═════ Source material

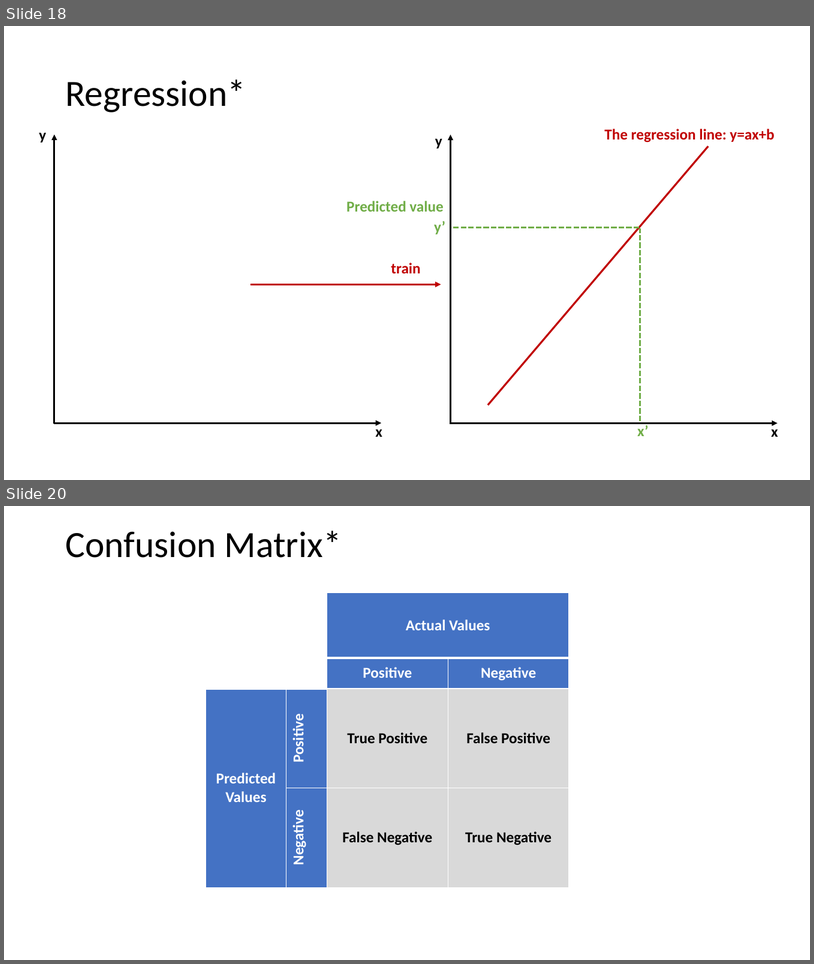
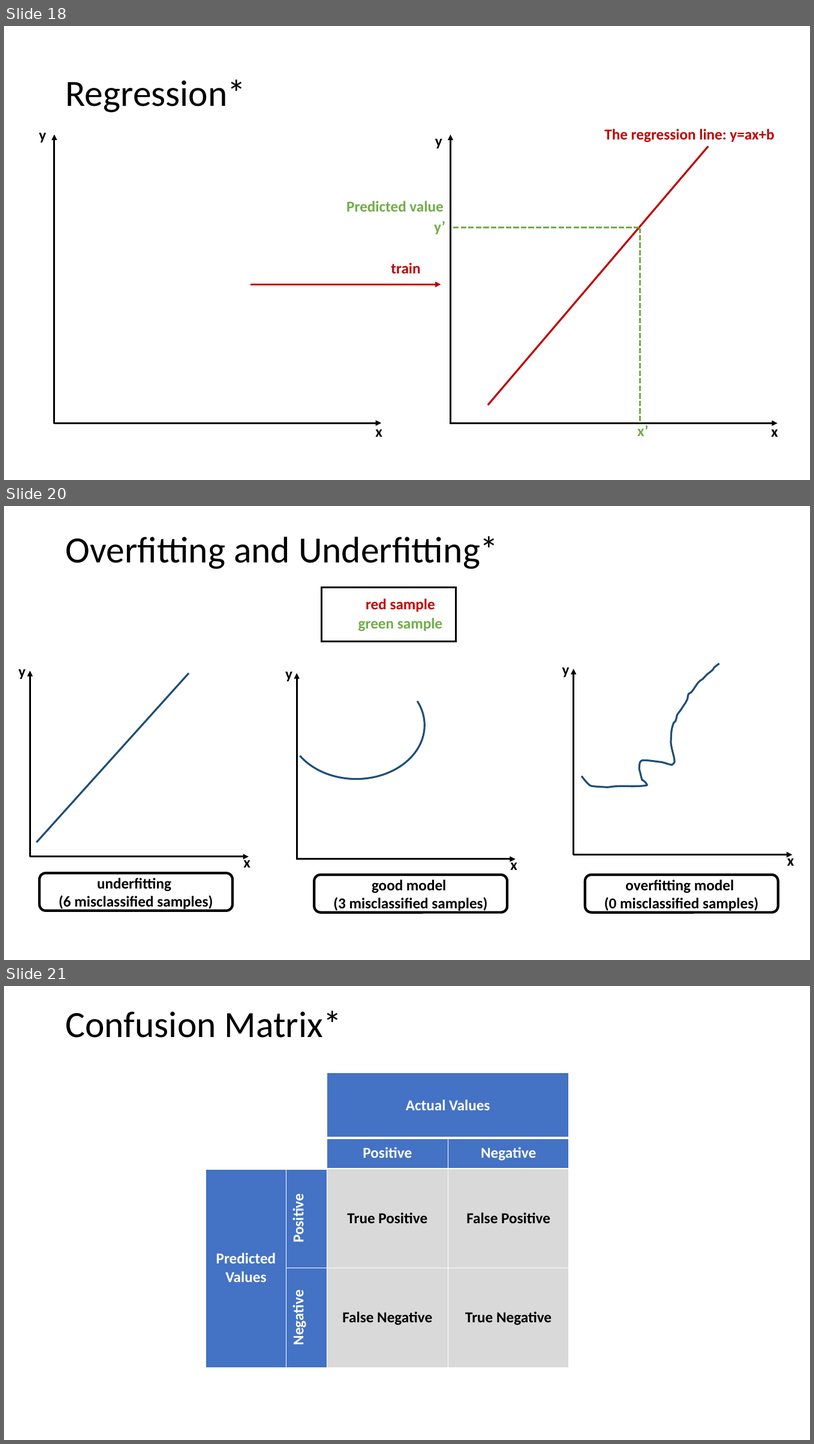
Before and after one commit to fsb-edu/ML4Food, a slide deck: images/Graphics of ML4Food.pptx. Shown one above the other, each under a label of ours: slides 18 and 20 before the commit, slides 18, 20 and 21 after it; the slides between them are not shown. The pictures are 814x964 and 814x1444 pixels, drawn with LibreOffice and Linux fonts; fonts in the diff are those of the drawing; background and template pictures are left out. Boxes give left, top, right and bottom in pixels: in the first picture for what was removed or moved away, otherwise in the second. Text is boxed around its words. In the diff, an @@ line names an element or a change of style, - is before the commit and + after.

```diff
--- a/images/Graphics of ML4Food.pptx
+++ b/images/Graphics of ML4Food.pptx
@@ slide 20 added at (x1=4, y1=506, x2=810, y2=960), background #FFFFFF @@
@@ title added at (x1=65, y1=536, x2=498, y2=569), 44 pt, text #000000 @@
+Overfitting and Underfitting*
@@ group added at (x1=18, y1=587, x2=795, y2=912): 8 texts, 6 arrows, 3 rounded rectangles, 1 rectangle, 1 line, 1 arc (boxed as its full ellipse), 1 freeform shape @@
+red sample
+green sample
+x
+y
+x
+y
+x
+y
+underfitting
+(6 misclassified samples)
+good model
+(3 misclassified samples)
+overfitting model
+(0 misclassified samples)
@@ what was slide 20 is now slide 21 @@
```
Also in this commit, not shown: 2 slides changed, 7 other files.
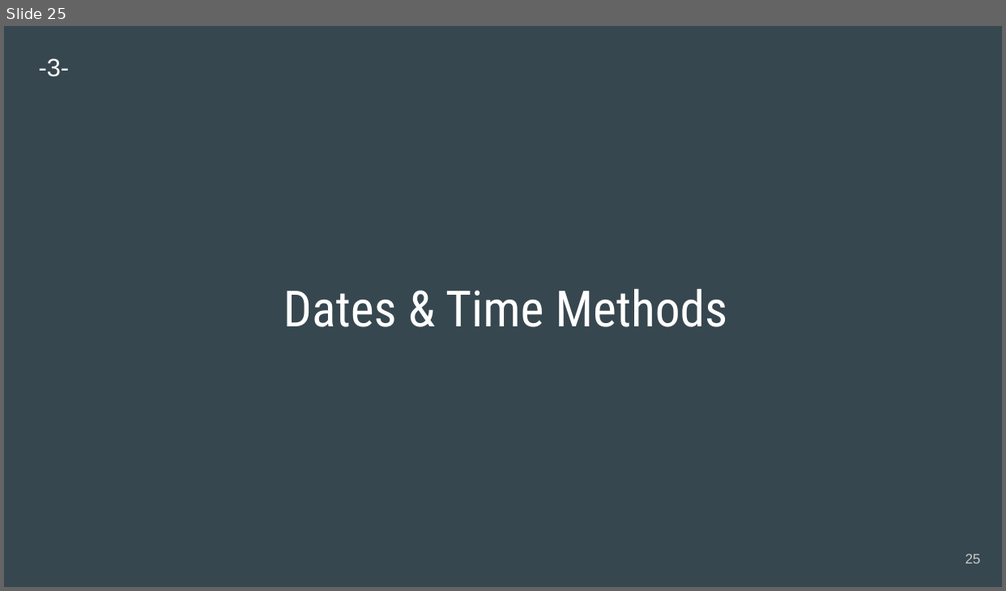
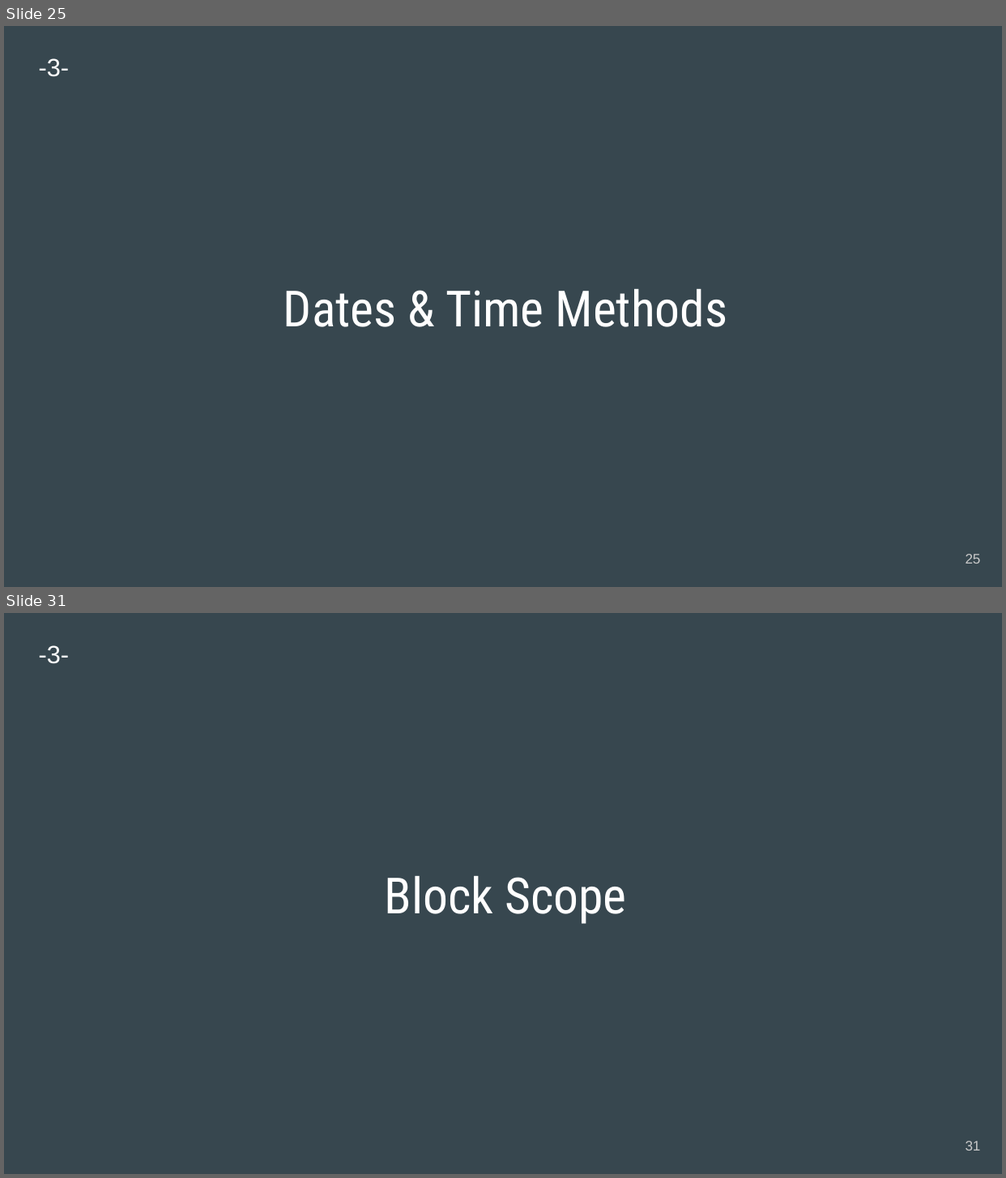
Before and after one commit to engwsalama/webdev_js, a slide deck: 2020-WebDev_js.pptx. Shown one above the other, each under a label of ours: slide 25 before the commit, slides 25 and 31 after it; the slides between them are not shown. The pictures are 1006x591 and 1006x1178 pixels, drawn with LibreOffice and Linux fonts; fonts in the diff are those of the drawing. Boxes give left, top, right and bottom in pixels: in the first picture for what was removed or moved away, otherwise in the second. Text is boxed around its words. In the diff, an @@ line names an element or a change of style, - is before the commit and + after.

```diff
--- a/2020-WebDev_js.pptx
+++ b/2020-WebDev_js.pptx
@@ slide 31 added at (4, 613, 1002, 1174), background #37474F @@
@@ text added at (39, 645, 70, 664), 18 pt, text #FFFFFF @@
+-3-
@@ title added at (385, 876, 626, 924), 36 pt, text #FFFFFF @@
+Block Scope
@@ page number added at (965, 1141, 981, 1151), 10 pt, text #CACACA @@
+31
```
Also in this commit, not shown: 5 other slides added, 13 other files.

══════════

### Work item
In the answer, the data should reappear exactly, with no pictures.

### Result below
Before and after one commit to fsb-edu/ML4Food, a slide deck: images/Graphics of ML4Food.pptx. Shown one above the other, each under a label of ours: slides 18 and 20 before the commit, slides 18, 20 and 21 after it; the slides between them are not shown. The pictures are 814x964 and 814x1444 pixels, drawn with LibreOffice and Linux fonts; fonts in the diff are those of the drawing; background and template pictures are left out. Boxes give left, top, right and bottom in pixels: in the first picture for what was removed or moved away, otherwise in the second. Text is boxed around its words. In the diff, an @@ line names an element or a change of style, - is before the commit and + after.

```diff
--- a/images/Graphics of ML4Food.pptx
+++ b/images/Graphics of ML4Food.pptx
@@ slide 20 added at (x1=4, y1=506, x2=810, y2=960), background #FFFFFF @@
@@ title added at (x1=65, y1=536, x2=498, y2=569), 44 pt, text #000000 @@
+Overfitting and Underfitting*
@@ group added at (x1=18, y1=587, x2=795, y2=912): 8 texts, 6 arrows, 3 rounded rectangles, 1 rectangle, 1 line, 1 arc (boxed as its full ellipse), 1 freeform shape @@
+red sample
+green sample
+x
+y
+x
+y
+x
+y
+underfitting
+(6 misclassified samples)
+good model
+(3 misclassified samples)
+overfitting model
+(0 misclassified samples)
@@ what was slide 20 is now slide 21 @@
```
Also in this commit, not shown: 2 slides changed, 7 other files.
Before and after one commit to engwsalama/webdev_js, a slide deck: 2020-WebDev_js.pptx. Shown one above the other, each under a label of ours: slide 25 before the commit, slides 25 and 31 after it; the slides between them are not shown. The pictures are 1006x591 and 1006x1178 pixels, drawn with LibreOffice and Linux fonts; fonts in the diff are those of the drawing. Boxes give left, top, right and bottom in pixels: in the first picture for what was removed or moved away, otherwise in the second. Text is boxed around its words. In the diff, an @@ line names an element or a change of style, - is before the commit and + after.

```diff
--- a/2020-WebDev_js.pptx
+++ b/2020-WebDev_js.pptx
@@ slide 31 added at (4, 613, 1002, 1174), background #37474F @@
@@ text added at (39, 645, 70, 664), 18 pt, text #FFFFFF @@
+-3-
@@ title added at (385, 876, 626, 924), 36 pt, text #FFFFFF @@
+Block Scope
@@ page number added at (965, 1141, 981, 1151), 10 pt, text #CACACA @@
+31
```
Also in this commit, not shown: 5 other slides added, 13 other files.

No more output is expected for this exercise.